No that is normal. 12.8-13.3v or so


----------



## NealXB2003 (Jun 8, 2020)

I guess I didn't ask that question clearly. How is the second battery in series (the one not connected to the cranking battery) fully charged after running the trolling motor for so long? It shouldn't be getting any charge from the alternator.


----------



## lemaymiami (Feb 9, 2007)

First off I wouldn't use batt #2 (the low side of your two batt setup) as more than an auxiliary starting battery... I'd want a dedicated cranking battery to go with those two batts for your trolling motor setup... Yeah I know extra weight (to go along with that peace of mind for me since I may go weeks without a day off in season...) when you find yourself running three batteries. My #2 (the low side) is connected by battery switch to my cranking battery so most of the time my cranking battery functions as a stand-alone but when needed I can switch to #2 for an emergency start (or actually double them up for some serious cranking power... ) 

Pretty sure what's happening is that your motor, when you're running it, is not only charging battery #2 but also overflowing up into battery #1... since batteries in parallel or in series will tend to level out if they're in good condition... My electrickery knowledge is barely adequate though (despite running and rigging boats since the early seventies...) so I'll be watching this thread for someone with more knowledge than I have... for a different explanation...


----------



## Mako 181 (May 1, 2020)

lemaymiami said:


> First off I wouldn't use batt #2 (the low side of your two batt setup) as more than an auxiliary starting battery... I'd want a dedicated cranking battery to go with those two batts for your trolling motor setup... Yeah I know extra weight (to go along with that peace of mind for me since I may go weeks without a day off in season...) when you find yourself running three batteries.
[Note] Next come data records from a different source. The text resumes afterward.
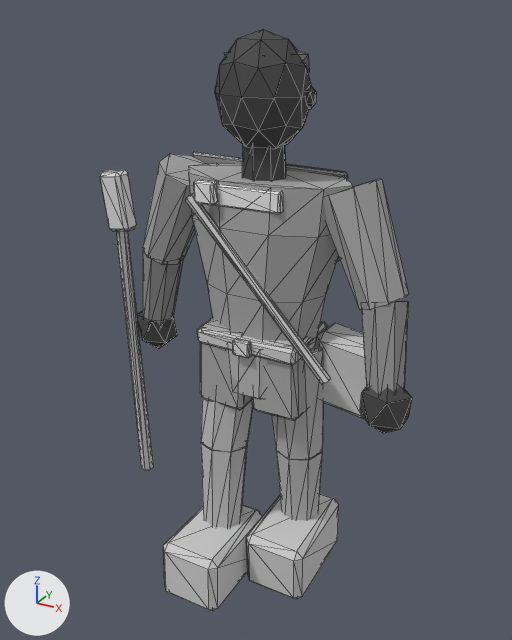
One commit to the glTF model assets/exports/npc/npc_scout_v01.glb: the scene before it, then after it.
Rendered twice from a camera (50 mm lens) standing at (1.088, -2.035, 2.08) and looking at (-0.017, -0.026, 1.076). The axes (+X, +Y, +Z) are drawn at lower left. The lights are the same throughout. The picture after the commit comes second. Mesh edges are drawn as thin lines. Vertices at exactly the same position are counted once.

In view in the first picture: 'GEO_npc_scout_v01'.
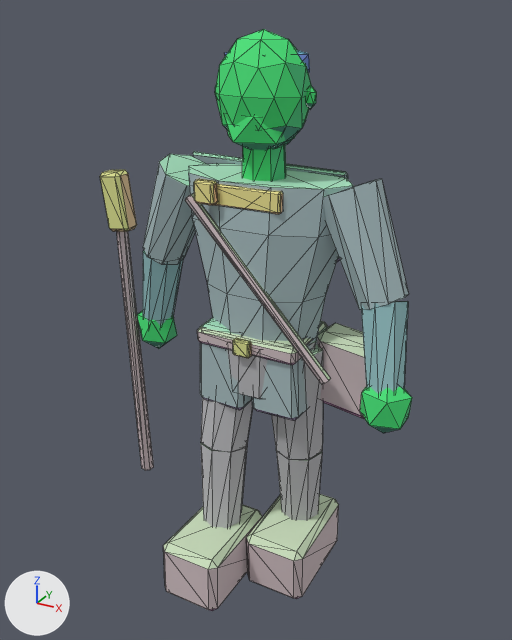
Diff of the bpy script that builds the scene:
```diff
--- a/assets/exports/npc/npc_scout_v01.glb.py
+++ b/assets/exports/npc/npc_scout_v01.glb.py
@@ me_geo_npc_scout_v01 @@
 # used by ob_geo_npc_scout_v01; location = (0.0, 0.0, 0.0)
-me_geo_npc_scout_v01.from_pydata(...)  # 602 vertices, 1084 faces; spans x -0.66..0.59, y -0.37..0.23, z -0.01..2.02
+me_geo_npc_scout_v01.from_pydata(...)  # 614 vertices, 1104 faces; spans x -0.66..0.59, y -0.37..0.23, z -0.01..2.02
+# me_geo_npc_scout_v01 part 1: a new loose piece, an icosphere of 20 faces spanning x -0.11..0.11, y -0.14..0.07, z 1.66..1.83, in mat_mat_npc_indexed
+# me_geo_npc_scout_v01 part 2: 1084 kept faces spanning x -0.66..0.59, y -0.37..0.23, z -0.01..2.02 get new vertex colours
 me_geo_npc_scout_v01.materials.append(mat_mat_npc_indexed)
```

Where the change shows, as pixel boxes [x1, y1, x2, y2] in the pictures (512 x 640 px):
part 1 of me_geo_npc_scout_v01, added (green)
    after: [225, 116, 295, 150]
part 2 of me_geo_npc_scout_v01, recoloured
    both: [100, 29, 412, 611]

My #2 (the low side) is connected by battery switch to my cranking battery so most of the time my cranking battery functions as a stand-alone but when needed I can switch to #2 for an emergency start (or actually double them up for some serious cranking power... )
> 
> Pretty sure what's happening is that your motor, when you're running it, is not only charging battery #2 but also overflowing up into battery #1... since batteries in parallel or in series will tend to level out if they're in good condition... My electrickery knowledge is barely adequate though (despite running and rigging boats since the early seventies...) so I'll be watching this thread for someone with more knowledge than I have... for a different explanation...


I carry a lot of weight.

I have a 24V trolling motor with two batteries that are dedicated only to the trolling motor. These two batteries are located in my bow hatch and are charged by a remote charger.

I also have 2 cranking batteries that start my motor as well as run the boats other items. Lights, radio, live well, and the like. These two batteries are on a off, 1, 2, and all switch. I run the boat in battery 1 position today and position 2 the next day.
I have never experienced any difficulties with this set up using it the way I do.


----------



## NealXB2003 (Jun 8, 2020)

I agree it sounds like some voltage from either battery #2 or the alternator is making its way to battery #1. That would be great if intended to function that way, but id think id see electrolysis if it found an unintended path. I wondered if current was somehow flowing between the two through the onboard charger. Noco gen2 mini - 2 bank/4amp per bank. 

Really hate to add more batteries. This is just a duck hunting boat really and lacks storage. And I only fish out of it occasionally to get into places that I can't reach in my 21'er. Electronics are minimal. I do carry a lithium jump starter in case I run the cranking battery down, but I've never needed it.


----------



## NealXB2003 (Jun 8, 2020)

Checked this morning after letting it sit overnight. One batt is at 12.86v, the other at 12.9.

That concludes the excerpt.